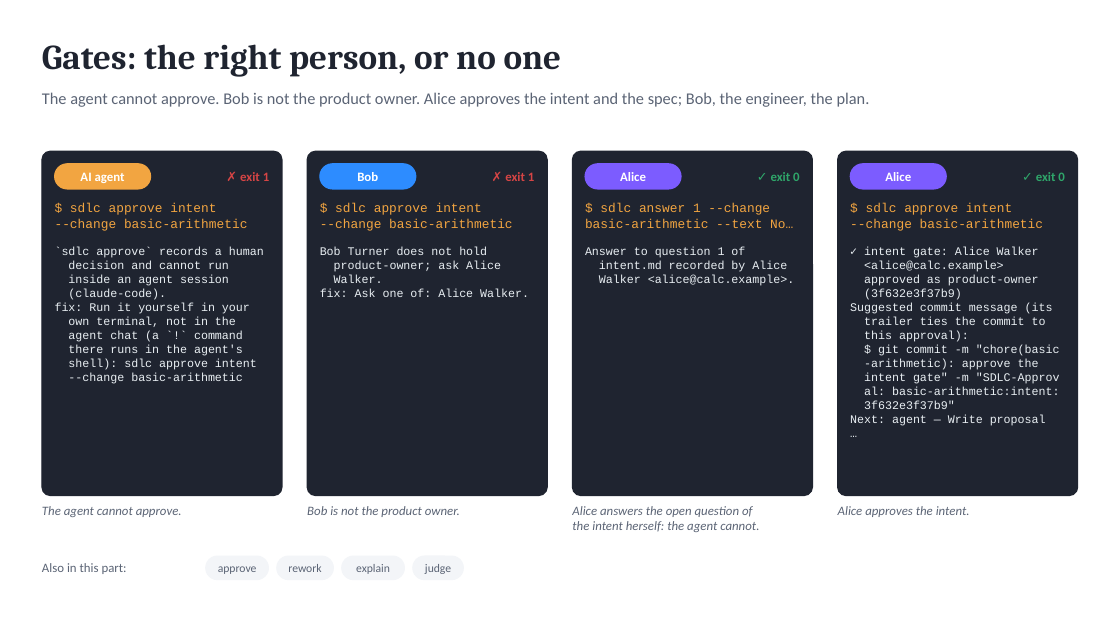
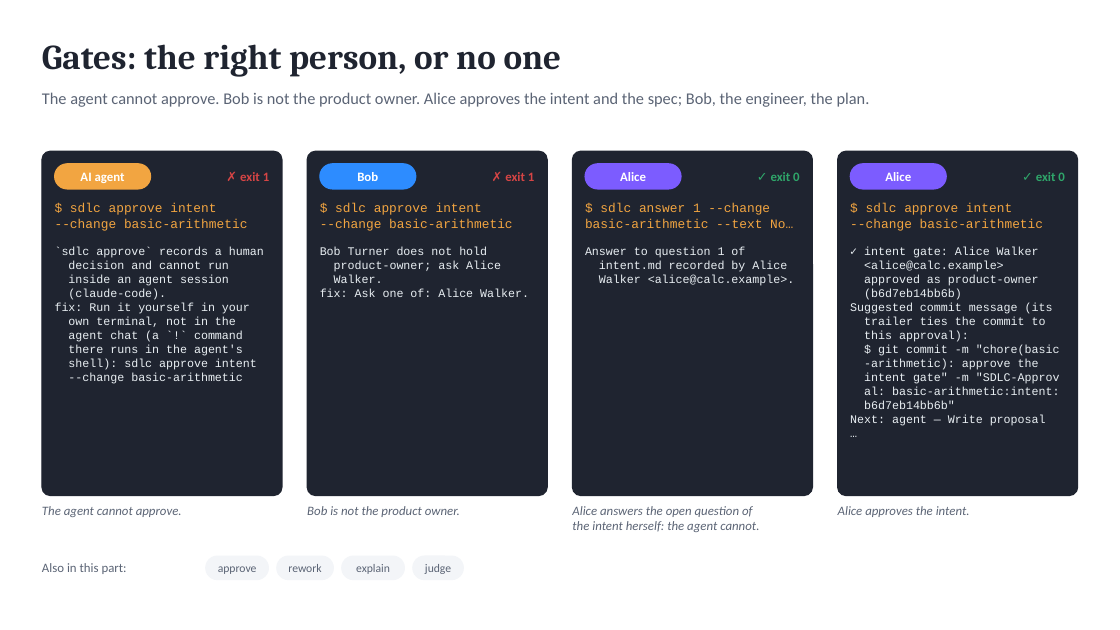
Before and after one commit to marin-ai-tech/sdlc, a slide deck: slide 8 of docs/demo/sdlc-calculator-demo.en.pptx. Drawn at 1120x630 pixels with LibreOffice and Linux fonts; fonts in the diff are those of the drawing. Boxes give left, top, right and bottom in pixels: in the first picture for what was removed or moved away, otherwise in the second. Text is boxed around its words. In the diff, an @@ line names an element or a change of style, - is before the commit and + after.

```diff
--- a/docs/demo/sdlc-calculator-demo.en.pptx
+++ b/docs/demo/sdlc-calculator-demo.en.pptx
@@ text at (864,289,962,300): text changed @@
-(3f632e3f37b9)
+(b6d7eb14bb6b)
@@ text at (864,401,955,409): text changed @@
-3f632e3f37b9"
+b6d7eb14bb6b"
```
Also in this commit, not shown: 7 other slides changed, 43 other files.

◆ ◆ ◆ ◆

Task goal: Pictures aside, the material must be written out word for word.

Answer to this exercise:
Before and after one commit to marin-ai-tech/sdlc, a slide deck: slide 8 of docs/demo/sdlc-calculator-demo.en.pptx. Drawn at 1120x630 pixels with LibreOffice and Linux fonts; fonts in the diff are those of the drawing. Boxes give left, top, right and bottom in pixels: in the first picture for what was removed or moved away, otherwise in the second. Text is boxed around its words. In the diff, an @@ line names an element or a change of style, - is before the commit and + after.

```diff
--- a/docs/demo/sdlc-calculator-demo.en.pptx
+++ b/docs/demo/sdlc-calculator-demo.en.pptx
@@ text at (864,289,962,300): text changed @@
-(3f632e3f37b9)
+(b6d7eb14bb6b)
@@ text at (864,401,955,409): text changed @@
-3f632e3f37b9"
+b6d7eb14bb6b"
```
Also in this commit, not shown: 7 other slides changed, 43 other files.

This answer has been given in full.